Solve the system of two equations using substitution.

By substitution, we can solve the system of equations as follows:

From the first equation, y = 2 + 3x.

We can substitute this value of y into the second equation:

4x - 3(2 + 3x) = - 16

Simplifying this equation:

4x - 6 - 9x = - 16

Combining like terms:

-5x - 6 = - 16

Adding 6 to both sides:

-5x = -10

Dividing both sides by -5:

x = 2

Now that we have found the value of x, we can substitute it back into the first equation to find y:

y = 2 + 3(2) = 2 + 6 = 8

So the solution to the system of equations is x = 2 and y = 8.

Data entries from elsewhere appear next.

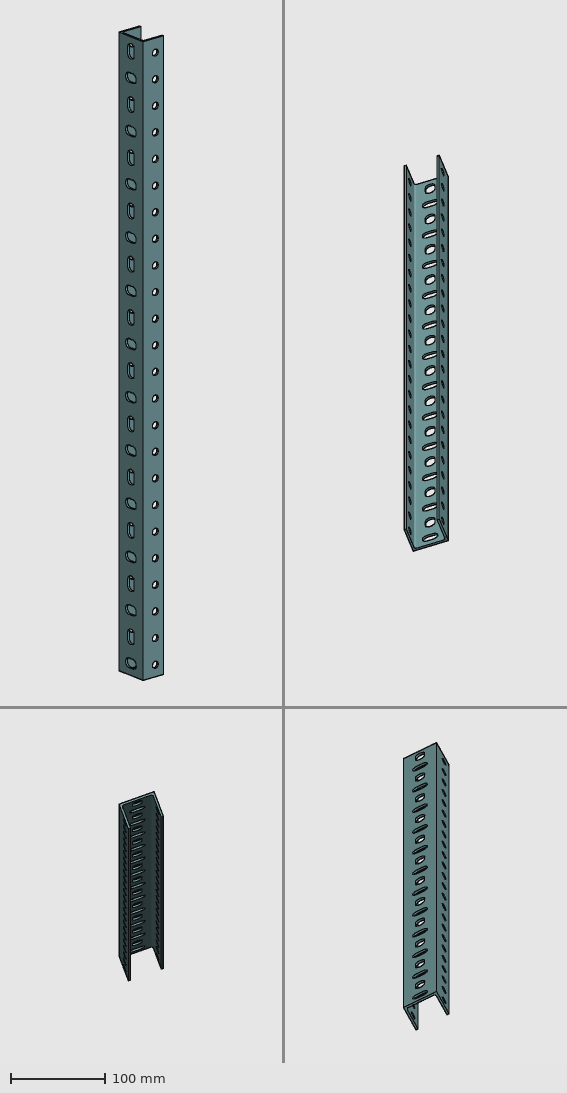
import cadquery as cq

length = 720.0
width = 39.5
depth = 29.0
wall = 2.5
inner_corner_radius = 2.0

hole_count = 24
hole_pitch = length / hole_count
first_hole_height = 14.0

slot_length = 17.0
slot_width = 11.0

flange_hole_diameter = 8.0
flange_hole_y = 17.0


def channel():
    """Channel standing along Z, with its web's outer face on Y = 0."""
    outer = cq.Workplane("XY").box(width, depth, length, centered=(True, False, False))
    inner = (
        cq.Workplane("XY")
        .box(width - 2 * wall, depth, length, centered=(True, False, False))
        .edges("|Z and <Y")
        .fillet(inner_corner_radius)
        .translate((0, wall, 0))
    )
    return outer.cut(inner)


def web_slots(centres, angle):
    """Cutters through the web; angle 0 is crosswise, 90 is lengthwise."""
    return (
        cq.Workplane("XZ")
        .pushPoints([(0, z) for z in centres])
        .slot2D(slot_length, slot_width, angle)
        .extrude(depth / 2, both=True)
    )


def flange_holes(centres):
    """Cutters through both flanges."""
    return (
        cq.Workplane("YZ")
        .pushPoints([(flange_hole_y, z) for z in centres])
        .circle(flange_hole_diameter / 2)
        .extrude(width, both=True)
    )


hole_heights = [first_hole_height + i * hole_pitch for i in range(hole_count)]
crosswise_heights = hole_heights[0::2]
lengthwise_heights = hole_heights[1::2]

result = (
    channel()
    .cut(web_slots(crosswise_heights, 0))
    .cut(web_slots(lengthwise_heights, 90))
    .cut(flange_holes(hole_heights))
)

Solve the system of equations.

2x + 6y = - 18
x = 5y - 1 (1 point)

To solve the system of equations, we can substitute the value of x from the second equation into the first equation:

2(5y - 1) + 6y = -18

Simplifying this equation:

10y - 2 + 6y = -18

Combining like terms:

16y - 2 = -18

Adding 2 to both sides:

16y = -16

Dividing both sides by 16:

y = -1

Now that we have found the value of y, we can substitute it back into the second equation to find x:

x = 5(-1) - 1 = -5 - 1 = -6

So the solution to the system of equations is x = -6 and y = -1.

Solve the system of equations.

3x + y = 2

7x - 4y = 30 (1 point)

We can solve the system of equations by substitution:

From the first equation, we have y = 2 - 3x.

We can substitute this value of y into the second equation:

7x - 4(2 - 3x) = 30

Simplifying this equation:

7x - 8 + 12x = 30

Combining like terms:

19x - 8 = 30

Adding 8 to both sides:

19x = 38

Dividing both sides by 19:

x = 2

Now that we have found the value of x, we can substitute it back into the first equation to find y:

3(2) + y = 2

6 + y = 2

Subtracting 6 from both sides:

y = -4

So the solution to the system of equations is x = 2 and y = -4.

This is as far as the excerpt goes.